Outcomes	Symptoms such as vaginal bleeding and abdominal pains stopped or subsided, clinical examinations showed pregnancy maintained until term delivery were considered as effective. The effectiveness rate (live birth rate according to our design of this review for meta‐analysis) reported in this study of combined medicines group was 91.60%, and Western medicines group was 76.66% (P < 0.05).
Notes	Randomised controlled trial with 2 arms.
Risk of bias
Bias	Authors' judgement	Support for judgement
Random sequence generation (selection bias)	Unclear risk	It only mentioned in the trial that "the patients were randomized (2:1 ratio) divided into 2 groups.."
Allocation concealment (selection bias)	Unclear risk	It only mentioned in the trial that "the patients were randomized (2:1 ratio) divided into 2 groups.."
Blinding of participants and personnel (performance bias) All outcomes	Unclear risk	The information was not reported in this study.
Blinding of outcome assessment (detection bias) All outcomes	Unclear risk	The information was not reported in this study.

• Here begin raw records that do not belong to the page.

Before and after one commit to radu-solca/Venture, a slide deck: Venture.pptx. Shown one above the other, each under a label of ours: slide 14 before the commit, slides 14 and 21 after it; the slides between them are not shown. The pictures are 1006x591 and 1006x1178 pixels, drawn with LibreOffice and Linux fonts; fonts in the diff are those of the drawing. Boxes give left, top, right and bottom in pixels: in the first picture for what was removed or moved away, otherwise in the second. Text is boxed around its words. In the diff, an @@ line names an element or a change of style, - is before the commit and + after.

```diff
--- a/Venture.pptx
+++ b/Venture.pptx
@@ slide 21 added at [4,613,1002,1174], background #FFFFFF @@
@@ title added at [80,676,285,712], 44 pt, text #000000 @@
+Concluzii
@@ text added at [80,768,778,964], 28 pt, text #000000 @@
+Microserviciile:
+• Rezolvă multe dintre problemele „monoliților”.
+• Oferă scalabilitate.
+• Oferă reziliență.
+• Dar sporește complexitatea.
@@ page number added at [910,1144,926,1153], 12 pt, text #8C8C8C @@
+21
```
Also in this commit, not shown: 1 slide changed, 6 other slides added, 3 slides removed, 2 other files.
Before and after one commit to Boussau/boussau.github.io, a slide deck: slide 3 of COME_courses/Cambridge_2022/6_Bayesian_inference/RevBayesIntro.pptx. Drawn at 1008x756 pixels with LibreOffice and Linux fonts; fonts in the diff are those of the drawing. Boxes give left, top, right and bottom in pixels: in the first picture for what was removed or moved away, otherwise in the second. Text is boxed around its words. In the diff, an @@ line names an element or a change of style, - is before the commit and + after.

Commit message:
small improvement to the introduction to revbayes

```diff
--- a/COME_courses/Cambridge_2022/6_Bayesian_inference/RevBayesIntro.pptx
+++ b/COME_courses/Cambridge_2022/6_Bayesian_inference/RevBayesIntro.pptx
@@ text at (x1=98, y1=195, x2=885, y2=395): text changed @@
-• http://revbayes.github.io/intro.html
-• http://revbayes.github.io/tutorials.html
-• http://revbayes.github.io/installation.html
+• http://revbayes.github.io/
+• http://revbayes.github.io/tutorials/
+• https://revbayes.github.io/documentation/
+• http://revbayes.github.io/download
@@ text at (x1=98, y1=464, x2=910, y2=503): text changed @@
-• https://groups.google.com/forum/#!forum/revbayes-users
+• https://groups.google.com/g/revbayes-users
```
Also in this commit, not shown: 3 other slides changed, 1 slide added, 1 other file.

Incomplete outcome data (attrition bias) All outcomes	Low risk	No exclusions or losses were reported, but the number of participants remained the same at the endpoint of study. ITT used.
Selective reporting (reporting bias)	Unclear risk	The protocol of the trial was not available, so the possibility of selective outcome reporting could not be examined by the review authors.

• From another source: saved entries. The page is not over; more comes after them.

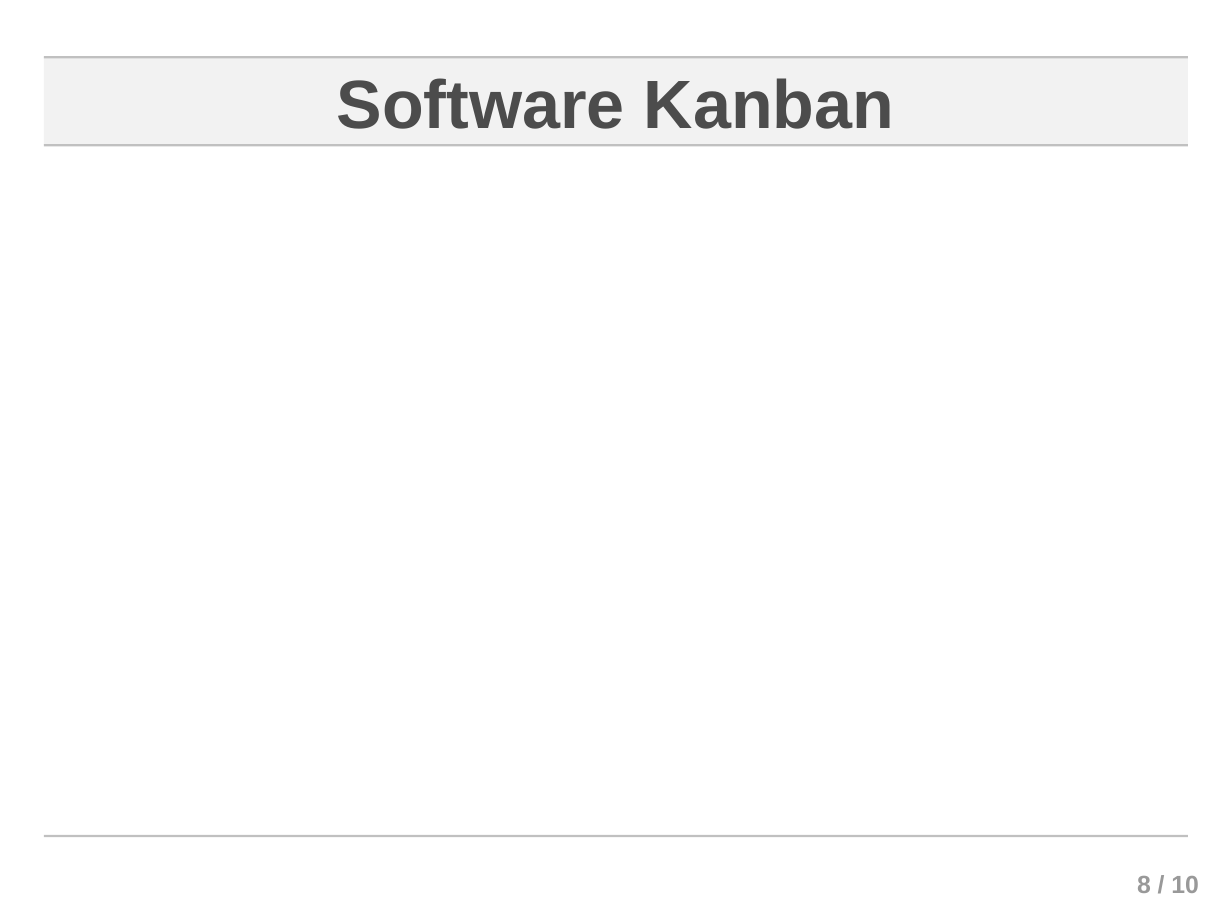
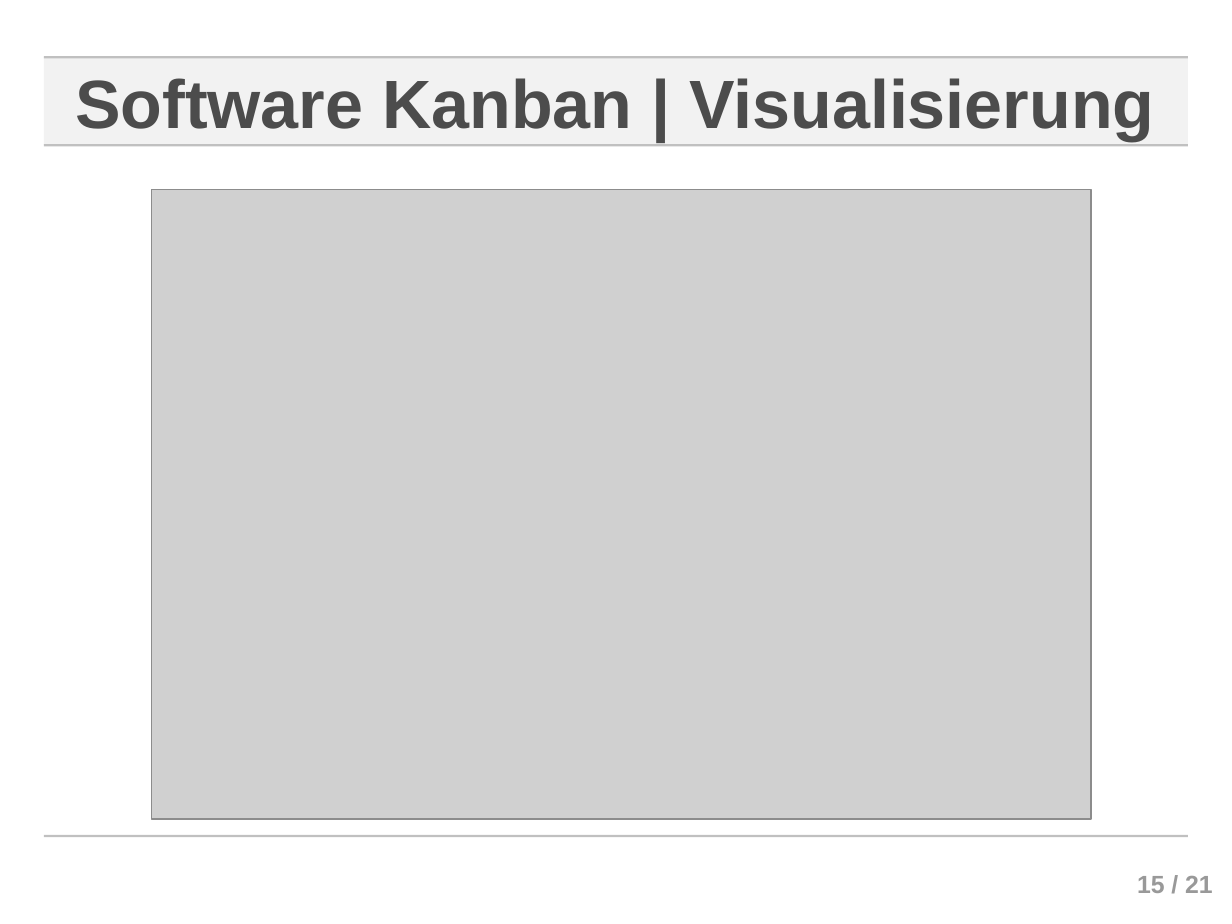
Before and after one commit to ChornHulio/sweSeminar, a slide deck: slide 15 of presentation/Agile Softwareentwicklung.odp (slide 8 before the commit). Drawn at 1232x924 pixels with LibreOffice and Linux fonts; fonts in the diff are those of the drawing; grey boxes stand for pictures; background and template pictures are left out. Boxes give left, top, right and bottom in pixels: in the first picture for what was removed or moved away, otherwise in the second. Text is boxed around its words. In the diff, an @@ line names an element or a change of style, - is before the commit and + after.

```diff
--- a/presentation/Agile Softwareentwicklung.odp
+++ b/presentation/Agile Softwareentwicklung.odp
@@ title at (x1=75, y1=78, x2=1154, y2=140): text changed @@
-Software Kanban
+Software Kanban | Visualisierung
@@ picture added at (x1=152, y1=190, x2=1091, y2=819) @@
@@ page number at (x1=1137, y1=876, x2=1213, y2=893): text changed @@
-8 / 10
+15 / 21
```
Also in this commit, not shown: 3 other slides changed, 12 slides added, 1 slide removed, 4 other files.

Other bias	Unclear risk	No baseline information of the intervention groups was available.

Luo 2013.

Study characteristics
Methods	Randomised controlled trial of combined medicines (Chinese herbal medicines + other pharmaceuticals) compared with other pharmaceuticals alone.
Participants	33 patients from People's Hospital of Guangxi Luchuan were recruited (May 2009‐May 2012). Participants were all diagnosed as unexplained recurrent miscarriage (3‐5 abortion history).

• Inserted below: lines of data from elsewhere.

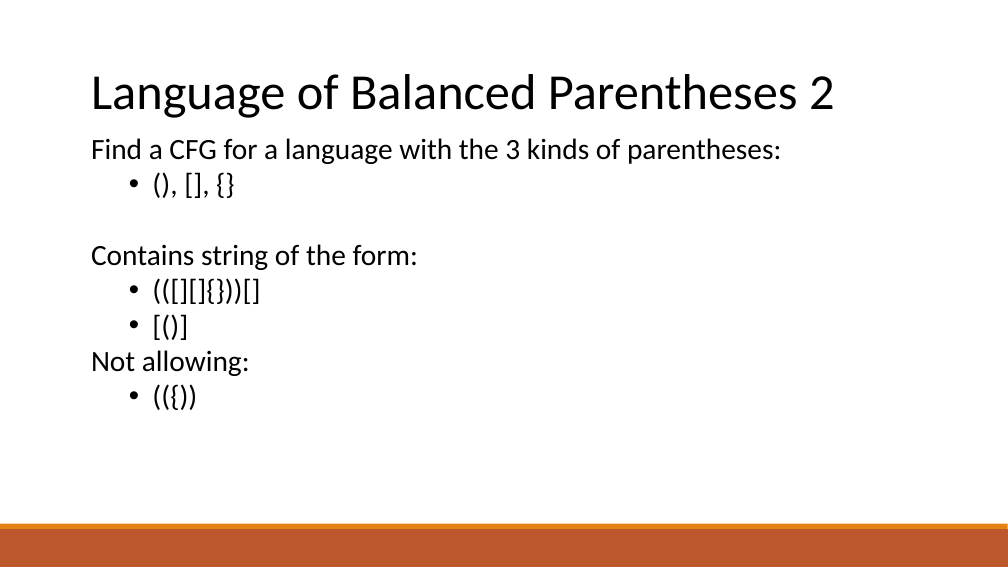
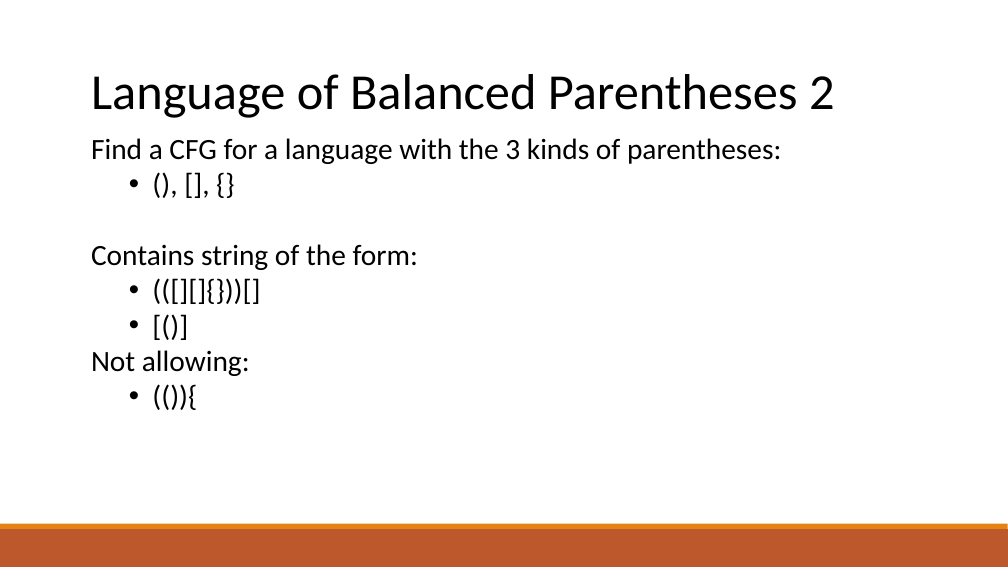
Before and after one commit to raghadzeidan/COMPILATION_TAU_FOR_STUDENTS, a slide deck: slide 34 of new_slides/top_down_parsing.pptx. Drawn at 1008x567 pixels with LibreOffice and Linux fonts; fonts in the diff are those of the drawing. Boxes give left, top, right and bottom in pixels: in the first picture for what was removed or moved away, otherwise in the second. Text is boxed around its words. In the diff, an @@ line names an element or a change of style, - is before the commit and + after.

```diff
--- a/new_slides/top_down_parsing.pptx
+++ b/new_slides/top_down_parsing.pptx
@@ text at (91, 138, 781, 376): text changed @@
-  • (({))
+  • (()){
```
Also in this commit, not shown: 1 other slide changed, 1 other file.
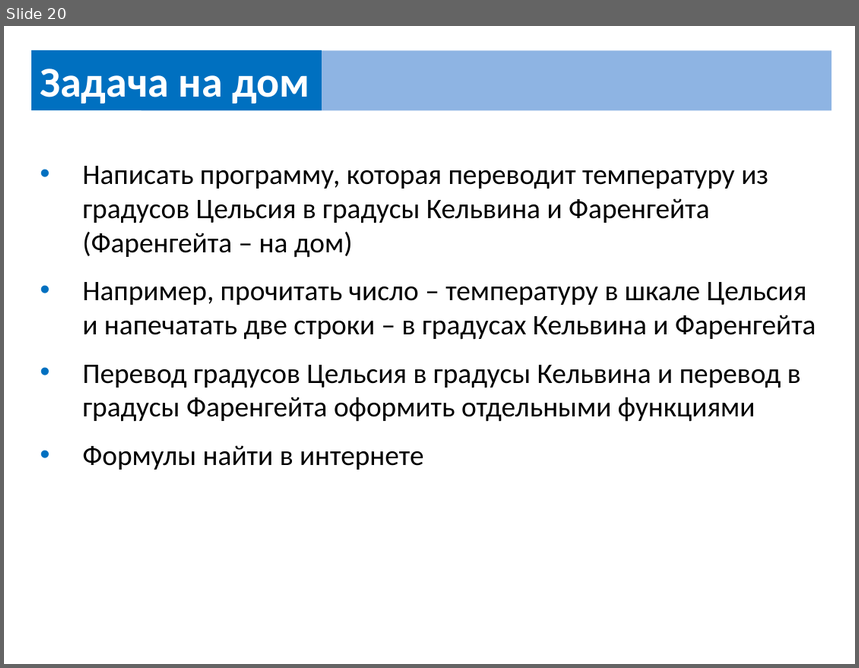
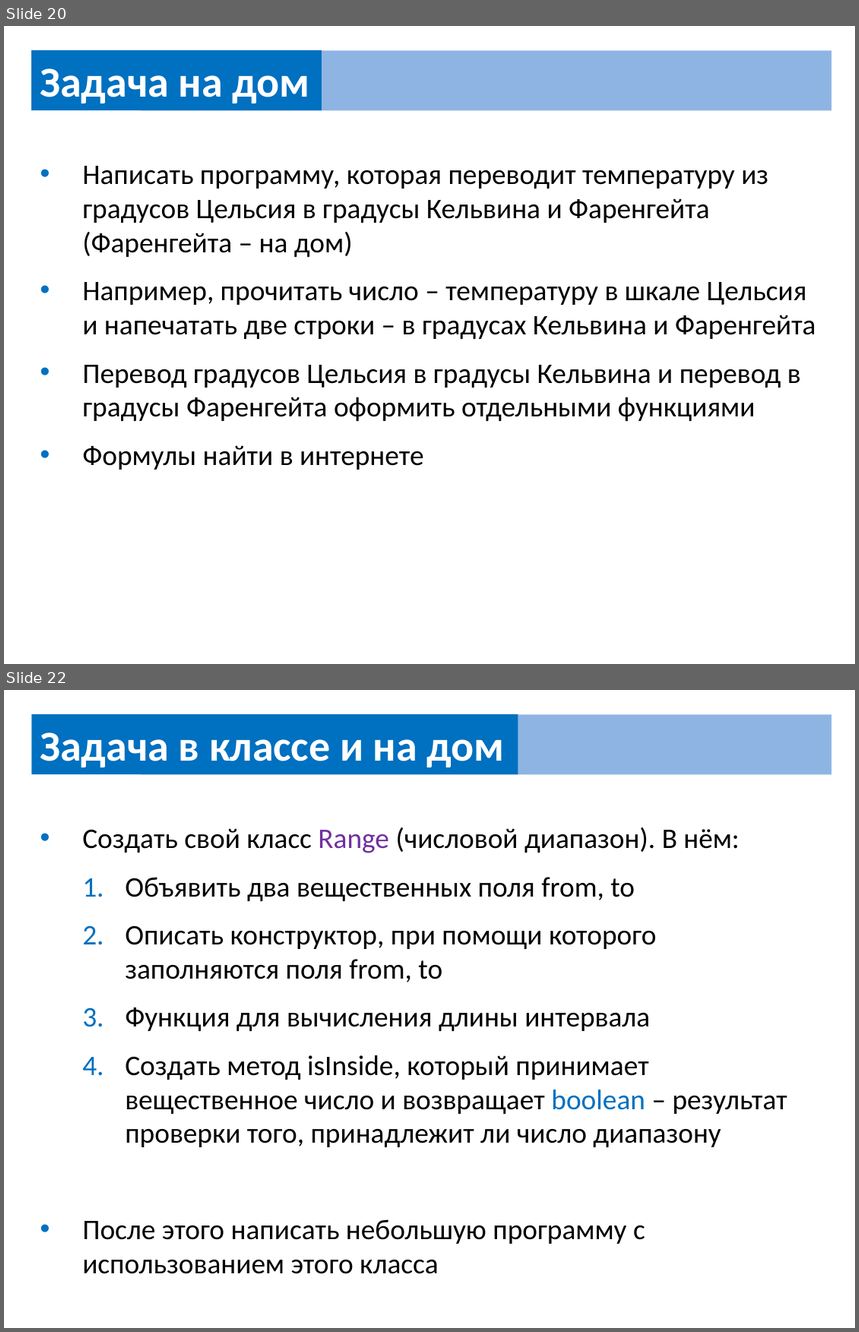
Before and after one commit to UsovaAnna/lesson, a slide deck: src/home/home_work.pptx. Shown one above the other, each under a label of ours: slide 20 before the commit, slides 20 and 22 after it; the slides between them are not shown. The pictures are 859x668 and 859x1332 pixels, drawn with LibreOffice and Linux fonts; fonts in the diff are those of the drawing. Boxes give left, top, right and bottom in pixels: in the first picture for what was removed or moved away, otherwise in the second. Text is boxed around its words. In the diff, an @@ line names an element or a change of style, - is before the commit and + after.

```diff
--- a/src/home/home_work.pptx
+++ b/src/home/home_work.pptx
@@ slide 22 added at [4, 690, 855, 1328], background #FFFFFF @@
@@ rectangle added at [31, 714, 518, 775], fill #0070C0, 36 pt, text #FFFFFF, bold @@
+Задача в классе и на дом
@@ rectangle added at [141, 714, 832, 775], fill #8EB4E3 @@
@@ text added at [82, 828, 788, 1274], 24 pt, text #000000 @@
+• Создать свой класс Range (числовой диапазон). В нём:
+  1. Объявить два вещественных поля from, to
+  2. Описать конструктор, при помощи которого заполняются поля from, to
+  3. Функция для вычисления длины интервала
+  4. Создать метод isInside, который принимает вещественное число и возвращает boolean – результат проверки того, принадлежит ли число диапазону
+• После этого написать небольшую программу с использованием этого класса
```
Also in this commit, not shown: 3 other slides added, 1 other file.

Interventions	Treatment group received Chinese herbal medicines combined with Western medicines. 1) The Chinese medicine formula included Chinese Dodder Seed 10 g; Liquorice Root 6 g; Chinese Taxillus Twig 15 g; Villous Amomrum Fruit 9 g; Himalayan Teasel Root 10 g; Largehead Atractylodes Rhizome 9 g; Indian Buead 9 g; Szechwon Tangshen Root 30 g. 2) Formula changes Dry mouth: Baical Skullcap 10 g, Rehmannia Root 10 g, Heterophylly Falsestarwort Root 15 g were added. Vaginal bleeding: Fineleaf Schizonepeta Herb 10 g, Giant St.John's Wort Herb 10 g, Glossy Privet Fruit 15 g were added. 3) Decoction: po, 3 times per day. 4) Western medicines were received at the same time, including progesterone 20 mg, im, every other day / once per day, HCG 1000 U, im, once per day, until 8th gestational week or the week last abortion occurred. Control group was treated with Western medicines alone. Same as above, progesterone 20 mg, im, every other day / once per day, HCG 1000 U, im, once per day, until 8th gestational week or the week last abortion occurred. Both groups had standard care for pregnancy (having bed rest and prohibiting sexual activity).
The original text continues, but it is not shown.